What this task involves: Set down exactly, from the records below, the line with "received player move" through the line with "route (square pattern)", and nothing else.

(Items from a data source)
= Beginning of Section =
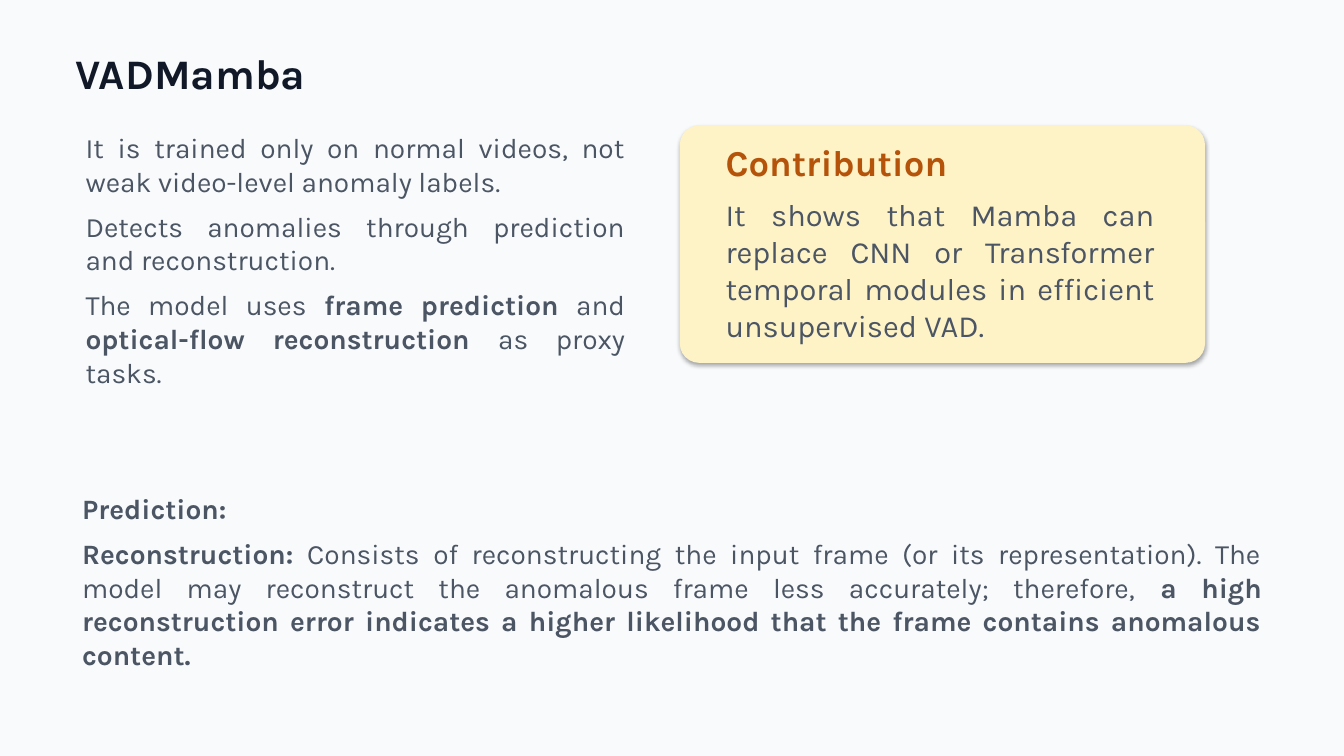
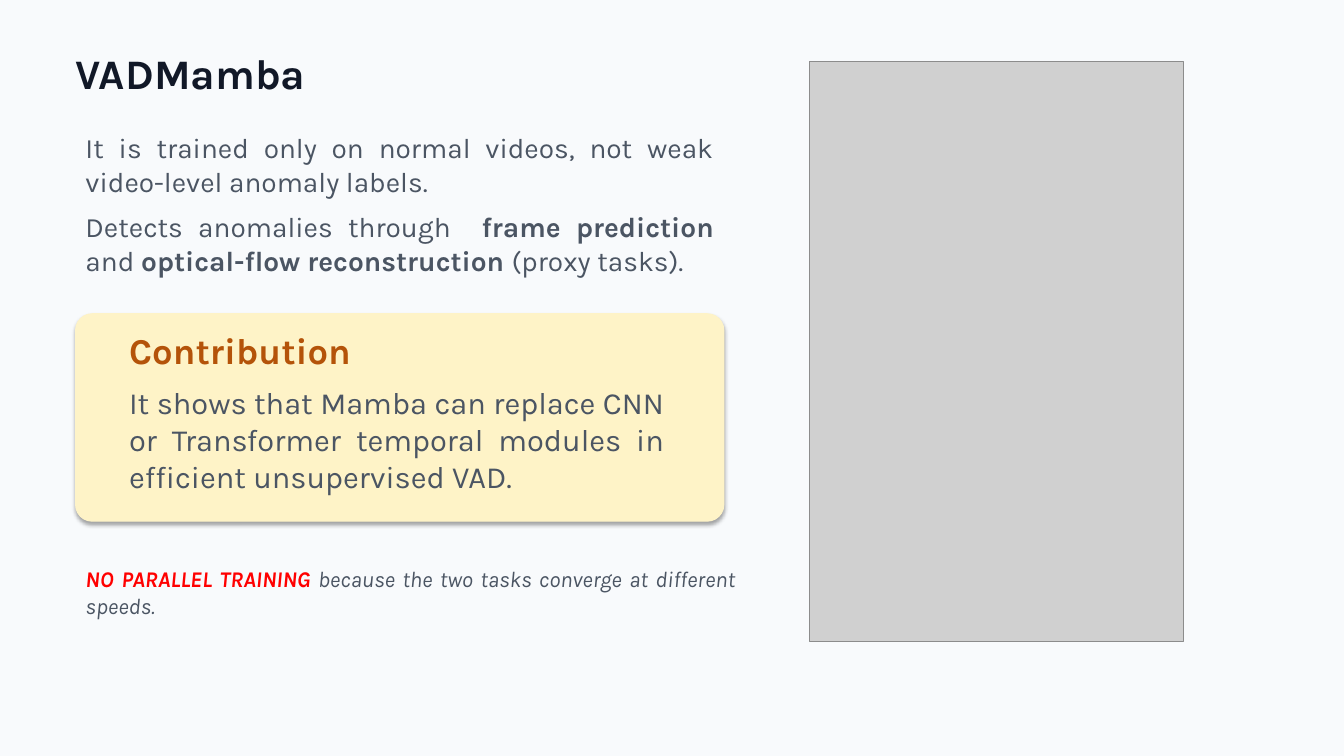
Before and after one commit to zeroxred/research, a slide deck: slide 7 of presentations/06_weekly_summary_mamba_vad_en.pptx (slide 6 before the commit). Drawn at 1344x756 pixels with LibreOffice and Linux fonts; fonts in the diff are those of the drawing; grey boxes stand for pictures. Boxes give left, top, right and bottom in pixels: in the first picture for what was removed or moved away, otherwise in the second. Text is boxed around its words. In the diff, an @@ line names an element or a change of style, - is before the commit and + after.

```diff
--- a/presentations/06_weekly_summary_mamba_vad_en.pptx
+++ b/presentations/06_weekly_summary_mamba_vad_en.pptx
@@ picture added at <box>810,62,1183,641</box> @@
@@ text at <box>85,217,714,278</box>: text changed; bold on @@
-Detects anomalies through prediction and reconstruction.
-The model uses frame prediction and optical-flow reconstruction as proxy tasks.
+Detects anomalies through frame prediction and optical-flow reconstruction (proxy tasks).
@@ rounded rectangle: place and size @@
-rounded rectangle at <box>681,126,1205,362</box>
+rounded rectangle at <box>76,314,724,521</box>
@@ text "Contribution": place and size @@
-text "Contribution" at <box>726,150,948,177</box>
+text "Contribution" at <box>129,338,351,365</box>
@@ text "It shows that Mamba can ..." rewrapped from <box>726,205,1154,345</box> to <box>129,393,664,495</box> @@
@@ text removed at <box>82,499,1261,638</box> @@
-Prediction:
-Reconstruction: Consists of reconstructing the input frame (or its representation). The model may reconstruct the anomalous frame less accurately; therefore, a high reconstruction error indicates a higher likelihood that the frame contains anomalous content.
@@ text added at <box>85,571,735,620</box>, 16 pt, text #4B5563, italic @@
+NO PARALLEL TRAINING because the two tasks converge at different speeds.
```
Also in this commit, not shown: 3 other slides changed, 6 slides added, 2 other files.
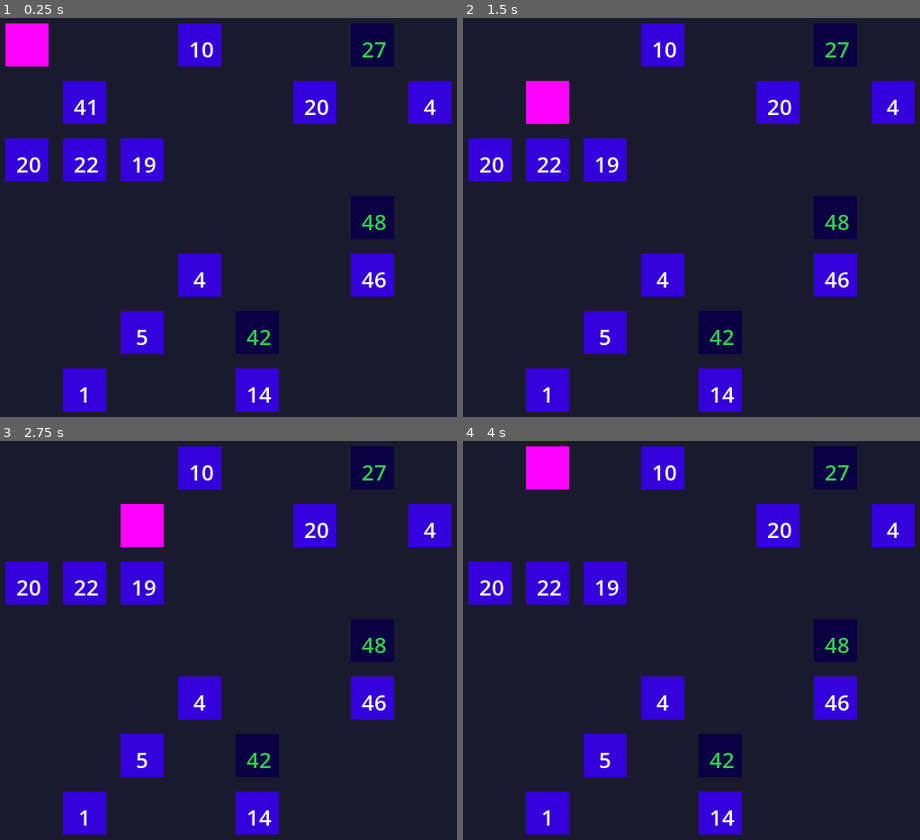
Above: before the commit, frames 1-4 (two rows, left to right).
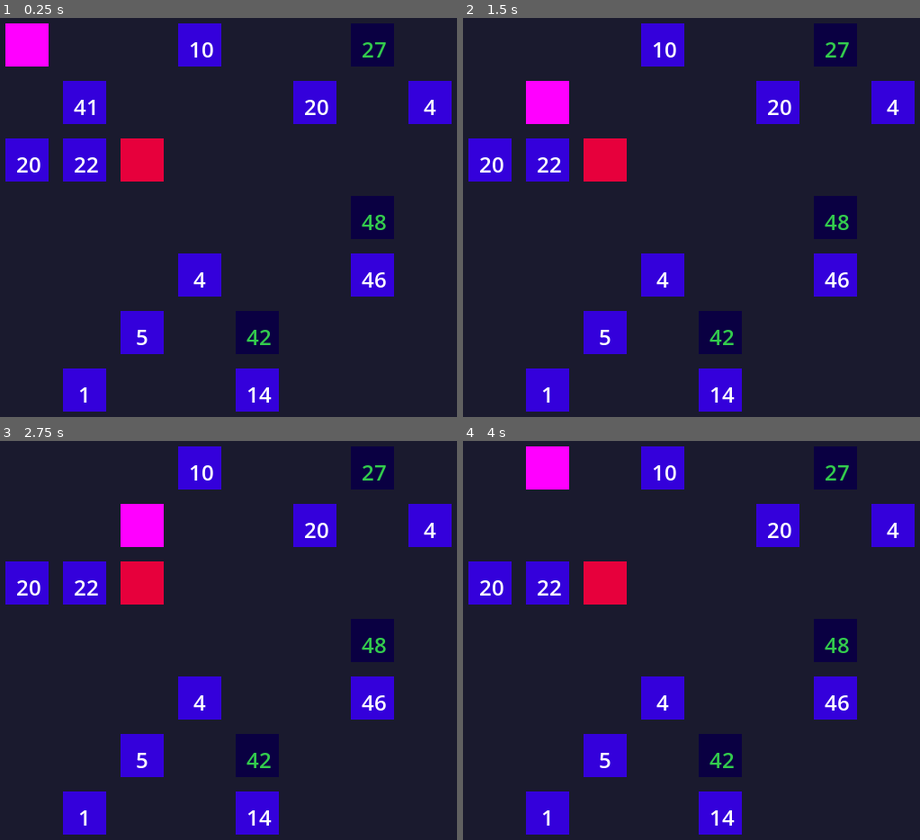
Above: after the commit, the same moments.

Repository: dcchuck/numbernauts
Game: Godot game, scene res://scenes/Main.tscn
The game is run twice, just before and just after one commit, with the same random seed, the same clock (stepped at 60 frames per second) and the same inputs.
Inputs:
- Up to frame 1 (0.25 s): no input
- Up to frame 2 (1.5 s): tap Enter at 0.5 s; hold Right (ui_right) 0.53-1.28 s; tap Space at 1.25 s; hold Down (ui_down) from 1.28 s (still down)
- Up to frame 3 (2.75 s): tap Enter at 2 s; release Down (ui_down) at 2.03 s; hold Right (ui_right) from 2.03 s (still down)
- Up to frame 4 (4 s): tap Space at 2.75 s; release Right (ui_right) at 2.78 s; hold Up (ui_up) 2.78-3.53 s; tap Enter at 3.5 s; hold Left (ui_left) from 3.53 s (still down)

The runs differ from the first frame. In frame 1, 1.0% of the frame differs, in the area x 26-36%, y 30-41%; in frame 2, 1.0%; in frame 3, 1.0%; in frame 4, 1.0%.

Commit message:
feat: implement enemy patrol and collision detection
- Create Enemy scene with red sprite (48x48) and Area2D collision
- Implement waypoint-based patrol AI with square route pattern
- Add turn-based movement (enemy moves after player)
- Connect player collision detection with game over signal
- Enemy follows patrol route: (2,2) → (2,6) → (6,6) → (6,2) → loop
- Integrate enemy spawning into main game setup

Generated with [Claude Code](https://claude.com/claude-code)

Co-Authored-By: Claude Sonnet 4.5 <noreply@anthropic.com>

Diff:
--- /dev/null
+++ b/project/scenes/Enemy.tscn
@@ -0,0 +1,21 @@
+[gd_scene load_steps=4 format=3 uid="uid://d2y8x5n3w7m4q"]
+
+[ext_resource type="Script" path="res://scripts/enemy.gd" id="1_enemy"]
+
+[sub_resource type="PlaceholderTexture2D" id="PlaceholderTexture2D_enemy"]
+size = Vector2(48, 48)
+
+[sub_resource type="CircleShape2D" id="CircleShape2D_enemy"]
+radius = 24.0
+
+[node name="Enemy" type="Node2D"]
+script = ExtResource("1_enemy")
+
+[node name="Sprite2D" type="Sprite2D" parent="."]
+modulate = Color(0.905882, 0.298039, 0.235294, 1)
+texture = SubResource("PlaceholderTexture2D_enemy")
+
+[node name="Area2D" type="Area2D" parent="."]
+
+[node name="CollisionShape2D" type="CollisionShape2D" parent="Area2D"]
+shape = SubResource("CircleShape2D_enemy")
--- /dev/null
+++ b/project/scripts/enemy.gd
@@ -0,0 +1,72 @@
+extends Node2D
+
+@onready var collision_area: Area2D = $Area2D
+
+# Patrol configuration
+var waypoints: Array[Vector2i] = []
+var current_waypoint_index: int = 0
+var grid_position: Vector2i = Vector2i(2, 2)
+const TILE_SIZE: int = 64
+
+signal player_caught
+
+func _ready() -> void:
+	collision_area.body_entered.connect(_on_body_entered)
+	collision_area.area_entered.connect(_on_area_entered)
+
+func initialize(start_pos: Vector2i, patrol_waypoints: Array[Vector2i]) -> void:
+	"""Set up enemy starting position and patrol route"""
+	grid_position = start_pos
+	waypoints = patrol_waypoints
+	current_waypoint_index = 0
+	position = grid_to_world(grid_position)
+	print("Enemy initialized at: ", grid_position)
+	print("Patrol waypoints: ", waypoints)
+
+func move_toward_waypoint() -> void:
+	"""Move one step toward the current waypoint"""
+	if waypoints.is_empty():
+		return
+
+	var target = waypoints[current_waypoint_index]
+	var direction = Vector2i.ZERO
+
+	# Calculate direction to target (one axis at a time)
+	if grid_position.x < target.x:
+		direction = Vector2i.RIGHT
+	elif grid_position.x > target.x:
+		direction = Vector2i.LEFT
+	elif grid_position.y < target.y:
+		direction = Vector2i.DOWN
+	elif grid_position.y > target.y:
+		direction = Vector2i.UP
+
+	# Move if we have a direction
+	if direction != Vector2i.ZERO:
+		grid_position += direction
+		position = grid_to_world(grid_position)
+		print("Enemy moved to: ", grid_position)
+
+	# Check if reached waypoint
+	if grid_position == target:
+		advance_waypoint()
+
+func advance_waypoint() -> void:
+	"""Move to next waypoint in patrol route"""
+	current_waypoint_index = (current_waypoint_index + 1) % waypoints.size()
+	print("Enemy reached waypoint, next target: ", waypoints[current_waypoint_index])
+
+func grid_to_world(grid_pos: Vector2i) -> Vector2:
+	"""Convert grid coordinates to world position"""
+	return Vector2(grid_pos.x * TILE_SIZE + TILE_SIZE / 2, grid_pos.y * TILE_SIZE + TILE_SIZE / 2)
+
+func _on_body_entered(body: Node2D) -> void:
+	check_player_collision()
+
+func _on_area_entered(area: Area2D) -> void:
+	check_player_collision()
+
+func check_player_collision() -> void:
+	"""Check if player collided with enemy"""
+	print("Enemy collision detected!")
+	player_caught.emit()
--- a/project/scripts/main.gd
+++ b/project/scripts/main.gd
@@ -3,10 +3,12 @@
 # Scene references
 const PLAYER_SCENE = preload("res://scenes/Player.tscn")
 const NUMBER_PLANET_SCENE = preload("res://scenes/NumberPlanet.tscn")
+const ENEMY_SCENE = preload("res://scenes/Enemy.tscn")
 
 # Entity references
 var player: Node2D
 var planets: Array[Node2D] = []
+var enemy: Node2D
 
 # Grid configuration
 const GRID_SIZE: int = 8
@@ -32,11 +34,10 @@
 	collected_count = 0
 	correct_numbers.clear()
 
-	# Spawn player
+	# Spawn entities
 	spawn_player()
-
-	# Generate collectible numbers
 	generate_numbers()
+	spawn_enemy()
 
 func spawn_player() -> void:
 	if player:
@@ -49,7 +50,10 @@
 
 func _on_player_moved(new_position: Vector2i) -> void:
 	print("Main received player move to: ", new_position)
-	# TODO: Check for collectibles, move enemy
+
+	# Enemy's turn to move
+	if enemy and current_state == GameState.PLAYING:
+		enemy.move_toward_waypoint()
 
 func grid_to_world(grid_pos: Vector2i) -> Vector2:
 	"""Convert grid coordinates to world pixel position (centered)"""
@@ -126,3 +130,27 @@
 		print("Wrong number! Game Over")
 		current_state = GameState.LOSE
 		# TODO: Trigger game over
+
+func spawn_enemy() -> void:
+	"""Spawn enemy with patrol waypoints"""
+	if enemy:
+		enemy.queue_free()
+
+	enemy = ENEMY_SCENE.instantiate()
+	add_child(enemy)
+
+	# Define patrol route (square pattern)
+	var patrol_waypoints: Array[Vector2i] = [
+		Vector2i(2, 2),
+		Vector2i(2, 6),
+		Vector2i(6, 6),
+		Vector2i(6, 2)
+	]
+
+	enemy.initialize(Vector2i(2, 2), patrol_waypoints)
+	enemy.player_caught.connect(_on_player_caught)
+
+func _on_player_caught() -> void:
+	print("GAME OVER - Enemy caught player!")
+	current_state = GameState.LOSE
+	# TODO: Show game over screen
= End of Section =
Answer to this exercise:
 	print("Main received player move to: ", new_position)
-	# TODO: Check for collectibles, move enemy
+
+	# Enemy's turn to move
+	if enemy and current_state == GameState.PLAYING:
+		enemy.move_toward_waypoint()
 
 func grid_to_world(grid_pos: Vector2i) -> Vector2:
 	"""Convert grid coordinates to world pixel position (centered)"""
@@ -126,3 +130,27 @@
 		print("Wrong number! Game Over")
 		current_state = GameState.LOSE
 		# TODO: Trigger game over
+
+func spawn_enemy() -> void:
+	"""Spawn enemy with patrol waypoints"""
+	if enemy:
+		enemy.queue_free()
+
+	enemy = ENEMY_SCENE.instantiate()
+	add_child(enemy)
+
+	# Define patrol route (square pattern)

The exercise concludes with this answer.